Приподнявшись с койки, Павел выглянул в окно – в небе сияла серебристая луна. Её диск был слегка покусан ночными волками, что говорило о недавно прошедшем полнолунии. Однако же сияния хватало для того, чтобы заместить дневное светило. Хотя бы в некоторой мере.
Плечо снова разнылось – после удачной операции Павел провалялся около месяца в больничке, которую то и дело атаковали со всех сторон, однако оставался в живых. Кочану повезло меньше – после очередной вылазки коллеги вернулись и рассказали, как на него набросились сразу несколько тварей. Он, конечно, сумел их раскидать, но превосходство в юркости и клыкастости было явно не на стороне человека.

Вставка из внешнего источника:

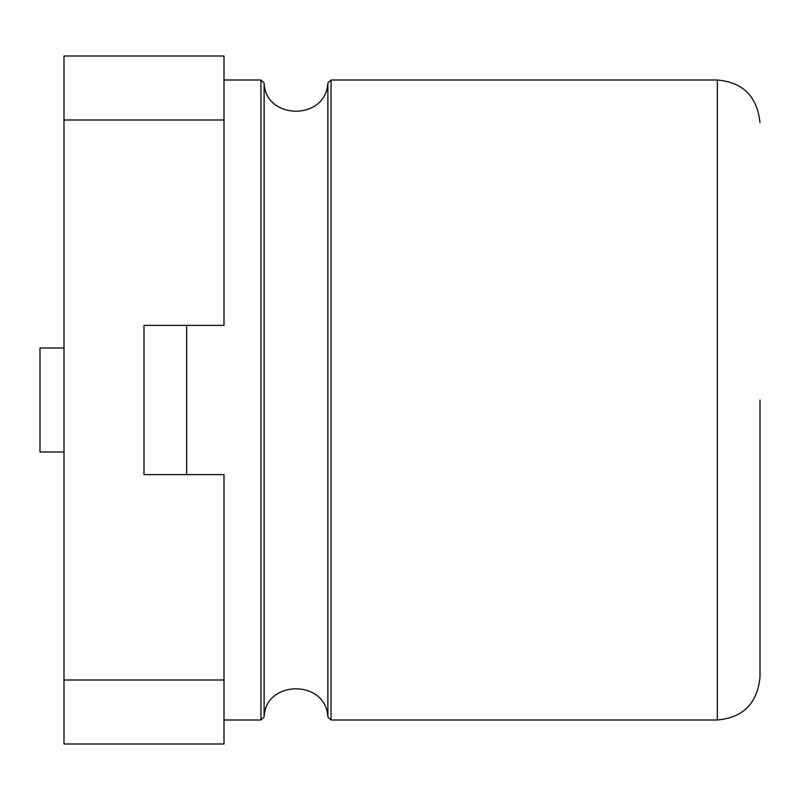 <?xml version="1.0" encoding="UTF-8"?>
<svg xmlns="http://www.w3.org/2000/svg" width="800" height="800" viewBox="0 0 800 800"><rect width="100%" height="100%" fill="white"/><g stroke="black" fill="none" stroke-linecap="round" stroke-linejoin="round"><path stroke-width="1.2" d="M144 474.62L144 325.38L144 474.62L224 474.62L224 744L64 744L64 680L224 680M64 348L64 452L40 452L40 348L64 348L64 56L224 56L224 325.38L144 325.38M64 452L64 680M760 400L760 677.33L760 400M224 720L260.95 720L260.95 80L224 80M186.67 474.62L186.67 325.38M260.95 720L264.13 717.09L264.13 82.91L260.95 80M264.13 717.09C265.08 679.95 326.06 678.87 327.87 717.09L327.87 82.91C326.06 121.13 265.08 120.05 264.13 82.91M64 120L224 120M327.87 717.09L331.05 720L331.05 80L327.87 82.91M331.05 720L717.33 720L717.33 80C743.01 82.29 757.23 96.51 760 122.67M331.05 80L717.33 80M717.33 720C743.01 717.71 757.23 703.49 760 677.33"/></g></svg>

Конечно, остальным пришлось позорно ретироваться с поля боя, и Павел ещё долго припоминал им – да и всё ещё не мог простить предательства.
– Русские своих на войне не бросают! – твердил он при каждом удобном случае.
Где-то вдалеке промелькнули две зелёных вспышки.
– Ба-бах! – звуки удара о землю сопроводили их падение.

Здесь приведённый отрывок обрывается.